We performed a prospective observational study of 60 consecutive patients with non‐valvular AF, chronically medicated with an oral anticoagulant and admitted due to ischemic stroke. Treatment adherence was assessed through the Brief Medication Questionnaire (BMQ) and the Medição da Adesão ao Tratamento (MAT) scales. Patient characteristics, stroke etiology, and appropriacy of anticoagulant dosage were also assessed.

Results

Patients’ mean age was 78.6±8.0 years, and 51.7% were male. Overall, the proportion of patients with good adherence to anticoagulants was 63.3%. Adherent patients were more frequently illiterate (26.3% vs. 4.5%, p=0.012). The proportion of patients under vitamin K antagonists (VKAs) with good treatment adherence was significantly higher than that of patients under novel oral anticoagulants (NOACs) (83.3% vs. 54.8%, respectively, for BMQ, p=0.035). However, 91.7% of patients under VKAs presented an admission INR <2. Subtherapeutic prescriptions were found in 43% of patients under NOACs.

Conclusion

In the majority of patients, stroke occurrence despite chronic anticoagulation appears to be explained by subtherapeutic dosage, poor treatment adherence or non‐cardioembolic etiology, and not by inefficacy of the anticoagulants.

Keywords:
Stroke
Anticoagulants
Atrial fibrillation
Treatment adherence
Administration, oral
Texto Completo
Introdução

Estima‐se que cerca de 33 milhões de pessoas por todo o mundo tenham fibrilhação auricular (FA) diagnosticada. No entanto, frequentemente o diagnóstico de FA acontece apenas na sequência das suas complicações, como acidente vascular cerebral (AVC) isquémico ou tromboembolismo sistémico1. Para avaliação do risco de eventos cerebrais isquémicos de origem cardioembólica associada à FA, é recomendado utilizar o score CHA2DS2‐VASc, estando indicada terapêutica anticoagulante se o score for igual ou superior a 1 no sexo masculino e igual ou superior a 2 no sexo feminino. Os anticoagulantes orais não antivitamínicos K (NOAC) apresentam como vantagens, em relação aos antivitamínicos K (AVK), um maior rácio eficácia/segurança, a não necessidade de vigiar o international normalized ratio (INR) e o início de ação rápido. No entanto o custo direto dos NOAC é mais elevado e a sua semivida mais curta.
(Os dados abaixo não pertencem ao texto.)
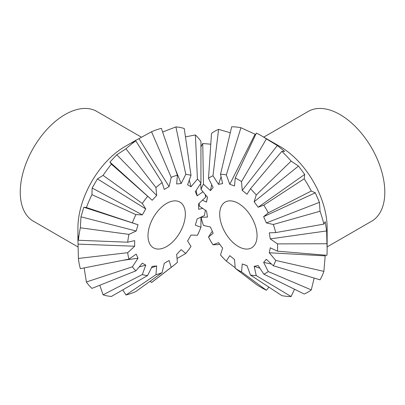 <?xml version="1.0" encoding="UTF-8"?>
<svg xmlns="http://www.w3.org/2000/svg" width="405" height="405" viewBox="0 0 405 405"><rect width="100%" height="100%" fill="white"/><g stroke="black" fill="none" stroke-linecap="round" stroke-linejoin="round"><path stroke-width="0.61" d="M327.129 246.913L371.674 221.196A63.388 36.597 -120 0 0 383.945 181.587A63.388 36.597 -120 0 0 352.993 124.284A63.388 36.597 -120 0 0 308.286 111.405L263.741 137.123M234.743 201.705A26.411 15.248 60 0 1 254.856 224.299A26.411 15.248 60 0 1 251.591 247.83A26.411 15.248 60 0 1 242.028 248.214A26.411 15.248 60 0 1 221.915 225.615A26.411 15.248 60 0 1 225.18 202.085A26.411 15.248 60 0 1 234.743 201.705M325.357 255.17L325.185 255.869L269.295 252.76L270.241 247.809L277.476 251.171L326.941 255.302A92.968 53.678 -120 0 0 327.129 249.627L327.129 227.888A66.344 38.303 -120 0 0 326.227 216.802A66.344 38.303 -120 0 0 280.219 146.635L261.392 135.766A92.968 53.678 -120 0 0 256.385 133.093L235.229 177.998L234.525 185.946L229.762 184.29L226.334 174.909A55.46 32.02 -120 0 0 220.517 174.332L222.628 183.581L218.589 184.366L212.974 175.8A55.46 32.02 -120 0 0 208.519 178.372L213.131 187.52L210.433 190.623L211.704 184.69M210.433 190.623L203.462 184.169L202.748 143.512A92.968 53.678 -120 0 0 200.946 146.939M202.748 143.512L210.782 144.2M212.974 175.8L218.584 129.352A92.968 53.678 -120 0 0 211.501 133.437L208.519 178.372M218.584 129.352L230.278 132.769M226.334 174.909L240.934 127.722A92.968 53.678 -120 0 0 231.68 126.805L220.517 174.332M240.934 127.722L255.707 134.531M266.399 138.874L277.329 145.537L284.639 151.435L281.85 151.348L250.432 188.821L247.01 194.248L242.246 190.401L241.527 181.632L266.399 138.874A92.968 53.678 -120 0 0 261.392 135.766M291.104 161.114L298.495 166.065L304.697 174.423L258.182 207.223L254.143 201.776L256.249 194.962L291.104 161.114A92.968 53.678 -120 0 0 281.85 151.348M304.697 174.423L304.201 178.782L263.797 205.148L258.182 207.223M311.283 191.049L315.303 192.795L319.444 202.343L266.338 222.902L263.64 216.68L268.247 212.858L311.283 191.049A92.968 53.678 -120 0 0 304.201 178.782M319.444 202.343L320.036 211.228L273.294 224.486L266.338 222.902M323.868 224.122L325.185 221.662L326.638 230.941L270.241 238.889L269.295 232.845L275.704 232.591L323.868 224.122A92.968 53.678 -120 0 0 320.036 211.228M242.246 190.401L277.329 145.537M326.638 230.941L326.941 243.739L277.476 243.901L270.241 238.889M327.129 249.627A92.968 53.678 -120 0 0 326.941 243.739M325.185 255.869L323.868 271.365L275.704 260.43L269.295 252.76M271.466 264.05L263.64 262.394L266.338 259.291L273.294 265.756L320.036 279.84A92.968 53.678 -120 0 0 323.868 271.365M314.169 278.073L311.283 289.909L268.247 271.558L263.64 262.394M259.914 268.196L254.143 266.333L258.182 265.548L263.797 274.129L304.201 294A92.968 53.678 -120 0 0 311.283 289.909M294.521 289.241L291.104 296.541L256.249 275.597L254.143 266.333M247.04 265.715L242.246 263.969L247.01 265.624L250.432 275.02L281.85 295.625A92.968 53.678 -120 0 0 291.104 296.541M268.92 287.15L266.399 290.253L241.527 271.922L242.246 263.969M235.189 267.72L226.324 261.103L229.762 255.666L234.525 259.514L235.229 268.287L256.385 284.472A92.968 53.678 -120 0 0 266.399 290.253M219.707 244.2L218.584 244.569L212.959 244.777L218.589 242.691L222.628 248.138L220.507 254.963A55.47 32.025 -120 0 0 226.324 261.103M199.164 203.219A55.47 32.025 -120 0 0 199.28 206.023L206.53 211.025L207.476 217.07L201.052 217.333A55.47 32.025 -120 0 0 203.462 225.438L210.433 227.013L213.131 233.234L208.504 237.067L211.501 232.303L212.382 231.513M256.249 194.962A55.47 32.025 -120 0 0 250.432 188.821M254.143 201.776L298.495 166.065M268.247 212.858A55.47 32.025 -120 0 0 263.797 205.148M263.64 216.68L315.303 192.795M275.704 232.591A55.47 32.025 -120 0 0 273.294 224.486M277.476 251.171A55.47 32.025 -120 0 0 277.602 247.607A55.47 32.025 -120 0 0 277.476 243.901M277.476 251.161A55.46 32.02 -120 0 0 277.602 247.607M275.704 260.415A55.46 32.02 -120 0 1 273.294 265.746A55.47 32.025 -120 0 0 275.704 260.43M263.797 274.129A55.47 32.025 -120 0 0 268.247 271.558M263.797 274.119A55.46 32.02 -120 0 0 268.252 271.547M250.432 275.02A55.47 32.025 -120 0 0 256.249 275.597M250.432 275.005A55.46 32.02 -120 0 0 256.254 275.582M241.537 271.912A55.46 32.02 -120 0 1 235.234 268.277A55.47 32.025 -120 0 0 241.527 271.922M220.517 254.947A55.46 32.02 -120 0 0 226.334 261.093M208.504 237.067A55.47 32.025 -120 0 0 212.959 244.777M208.519 237.057A55.46 32.02 -120 0 0 212.974 244.772M203.477 225.438A55.46 32.02 -120 0 1 201.067 217.323L201.027 217.11M199.179 203.209A55.46 32.02 -120 0 0 199.295 206.029M200.708 183.455L201.052 189.494L207.476 197.154L206.53 202.11L207.416 197.083M206.53 202.11L202.419 200.202M203.462 184.169A55.47 32.025 -120 0 0 201.052 189.494A55.46 32.02 -120 0 1 203.477 184.169M238.378 179.673A55.46 32.02 -120 0 0 235.234 178.003L235.234 178.003A55.47 32.025 -120 0 1 238.378 179.673A55.47 32.025 -120 0 1 241.527 181.632M212.959 175.795A55.47 32.025 -120 0 0 208.504 178.362M218.589 184.366L221.069 176.757M226.324 174.904A55.47 32.025 -120 0 0 220.507 174.327M229.762 184.29L255.018 134.333M141.487 137.224L96.765 111.405A63.388 36.597 120 0 0 47.922 128.385A63.388 36.597 120 0 0 20.25 192.178A63.388 36.597 120 0 0 33.377 221.196L78.099 247.015M166.668 203.391A26.411 15.248 -60 0 1 179.876 202.085A26.411 15.248 -60 0 1 183.926 223.246A26.411 15.248 -60 0 1 166.668 246.523A26.411 15.248 -60 0 1 153.465 247.83A26.411 15.248 -60 0 1 149.415 226.668A26.411 15.248 -60 0 1 166.668 203.391M175.35 169.244L181.156 183.531L176.671 183.976L177.39 175.208A55.46 32.02 120 0 0 171.204 177.36L169.098 186.609L164.243 189.413L162.132 182.599L135.786 140.859L131.498 142.93L135.159 140.677L124.836 146.635A66.344 38.303 120 0 0 77.922 227.888L77.922 239.811L78.043 235.513L78.398 240.261L127.717 242.21L134.673 240.626L134.673 246.235L78.043 244.124L77.922 239.811M80.352 227.792L80.97 216.837L83.825 207.238L138.039 224.76L136.181 231.012L128.947 234.373L80.352 227.792A92.968 53.678 120 0 0 78.398 240.261M83.825 207.238L86.381 207.502L138.039 224.76M91.945 194.678L92.158 188.026L97.428 178.894L145.76 208.919L142.327 214.868L135.918 214.62L91.945 194.678A92.968 53.678 120 0 0 86.381 207.502M97.428 178.894L103.083 175.38L142.337 203.497L145.76 208.919M111.41 164.152L109.902 162.071L116.787 154.801L125.965 148.787L155.96 187.581L156.669 195.524L152.184 200.262L111.41 164.152A92.968 53.678 120 0 0 103.083 175.38M135.786 140.859A92.968 53.678 120 0 0 125.965 148.787M135.159 140.677L151.541 131.767L171.204 177.36A55.47 32.025 120 0 1 177.39 175.208L161.362 128.35A92.968 53.678 120 0 0 151.541 131.767M162.618 132.02L175.917 126.907L185.779 174.378L181.156 183.531M189.272 180.139L191.013 186.761L187.576 184.781L191.013 175.395L184.245 128.527A92.968 53.678 120 0 0 175.917 126.907M185.45 136.875L195.382 134.956L197.438 179.101L191.013 186.761M196.162 190.39L197.159 195.807L195.301 191.697L200.931 183.126L200.946 141.36A92.968 53.678 120 0 0 195.382 134.956M185.779 174.378L185.768 174.383A55.47 32.025 120 0 1 191.013 175.395A55.46 32.02 120 0 0 185.768 174.383M134.673 246.235L127.717 252.7L78.398 258.451A92.968 53.678 120 0 0 80.352 268.667L128.947 259.119L136.181 254.107L138.039 258.218L132.42 266.799L86.381 281.991A92.968 53.678 120 0 0 91.945 288.39L135.918 270.824L142.327 263.154L145.76 265.138L142.337 274.529L103.083 294.825A92.968 53.678 120 0 0 111.41 296.44L147.572 275.547L152.184 266.384L156.669 265.938L155.96 274.717L125.965 295.002A92.968 53.678 120 0 0 135.786 291.585L162.137 272.57L164.243 263.306L169.098 260.501L171.219 267.325L151.541 282.488A92.968 53.678 120 0 0 154.583 280.225L173.193 265.862A55.47 32.025 120 0 0 177.39 262.344L176.671 254.391L181.156 249.652L185.768 253.479A55.47 32.025 120 0 0 191.013 246.427L187.576 240.995L191.013 235.047L197.438 235.305A55.47 32.025 120 0 0 200.931 227.245L195.301 225.155L197.159 218.902L204.393 215.551A55.47 32.025 120 0 0 205.345 210.205A55.46 32.02 120 0 1 204.393 215.551L204.409 215.551M151.541 282.488L150.169 281.207M125.965 295.002L122.786 289.869M103.083 294.825L99.777 285.262M86.381 281.991L84.159 267.918M78.398 258.451L78.043 244.124M197.422 179.101A55.46 32.02 120 0 1 200.92 183.131A55.47 32.025 120 0 0 197.438 179.101M202.981 191.783L197.159 195.807M202.692 208.373L198.668 209.289L198.668 203.68L205.634 197.225A55.47 32.025 120 0 0 205.254 194.501M205.634 197.225L205.841 195.205M205.624 197.23A55.46 32.02 120 0 0 205.234 194.476M200.946 217.151L200.931 227.245M197.422 235.305A55.46 32.02 120 0 0 200.92 227.235M191.013 246.427L191.003 246.417A55.46 32.02 120 0 1 185.768 253.479L177.046 258.547M177.39 262.344L177.385 262.329A55.46 32.02 120 0 1 171.204 267.315A55.47 32.025 120 0 0 173.193 265.862M155.96 274.717A55.47 32.025 120 0 0 162.137 272.57A55.46 32.02 120 0 1 155.955 274.701M156.669 265.938L151.475 267.781M142.337 274.529A55.47 32.025 120 0 0 147.572 275.547M142.332 274.514A55.46 32.02 120 0 0 147.572 275.532M145.76 265.138L139.153 266.946M132.42 266.799A55.47 32.025 120 0 0 135.918 270.824A55.46 32.02 120 0 1 132.42 266.784M138.039 258.218L122.755 260.334M128.947 259.109A55.46 32.02 120 0 1 127.717 252.685A55.47 32.025 120 0 0 128.947 259.119M128.947 234.373A55.47 32.025 120 0 0 127.717 242.21M132.42 222.679L132.42 222.679A55.47 32.025 120 0 1 135.918 214.62M136.181 231.012L80.97 216.837M142.327 214.868L92.158 188.026M142.337 203.497L142.332 203.497A55.47 32.025 120 0 1 147.572 196.435L147.572 196.435M116.787 154.801L156.669 195.524M152.184 200.262L109.902 162.071M162.137 182.594A55.47 32.025 120 0 0 155.96 187.581M138.956 138.626L169.098 186.609"/></g></svg>

Importa ainda referir que a comodidade para o doente da não necessidade de monitorização do INR acarreta questões como a falta de informação sobre a adesão terapêutica e por outro lado, devido à semivida mais curta dos NOAC, há a considerar o maior risco de eventos trombóticos em caso de má adesão ao tratamento2–4.

Até à data, a adesão terapêutica aos NOAC tem sido pouco estudada, com resultados discrepantes entre estudos que relatam adesões que variam de 57% até 96%, sem, no entanto, conseguirem determinar preditores de má adesão aos mesmos2,3,5–14.

A anticoagulação oral a longo prazo reduz significativamente o risco de AVC isquémico associado à FA, no entanto, apesar da terapêutica anticoagulante, anualmente 1 a 2% dos doentes com FA sob NOAC e 1,6% dos doentes sob varfarina sofrem este evento embólico15,16.

À luz do conhecimento atual, torna‐se relevante avaliar quais os potenciais mecanismos responsáveis pela ocorrência de AVC isquémico, apesar do uso de anticoagulante oral em doentes com FA não valvular. Poderá esta ocorrência estar relacionada com má adesão terapêutica ou dosagem subterapêutica dos NOAC? Seria de igual relevância perceber quais os fatores associados a má adesão terapêutica, de forma a tentar personalizar a escolha do melhor anticoagulante de acordo com o perfil do doente.

O objetivo deste estudo foi avaliar possíveis mecanismos para a ocorrência de AVC isquémico, como a má adesão à terapêutica e a não adequação da dosagem dos anticoagulantes em doentes cronicamente hipocoagulados por FA não valvular.

MétodosDesenho de estudo e seleção da amostra

Tratou‐se de um estudo observacional prospetivo, onde foram incluídos 60 doentes consecutivos, internados no serviço de Neurologia do Centro Hospitalar e Universitário de Coimbra desde novembro de 2016 a agosto de 2017, devido a AVC isquémico associado a FA não valvular, apesar de cronicamente medicados com anticoagulante oral (varfarina, dabigatrano, apixabano, rivaroxabano ou edoxabano).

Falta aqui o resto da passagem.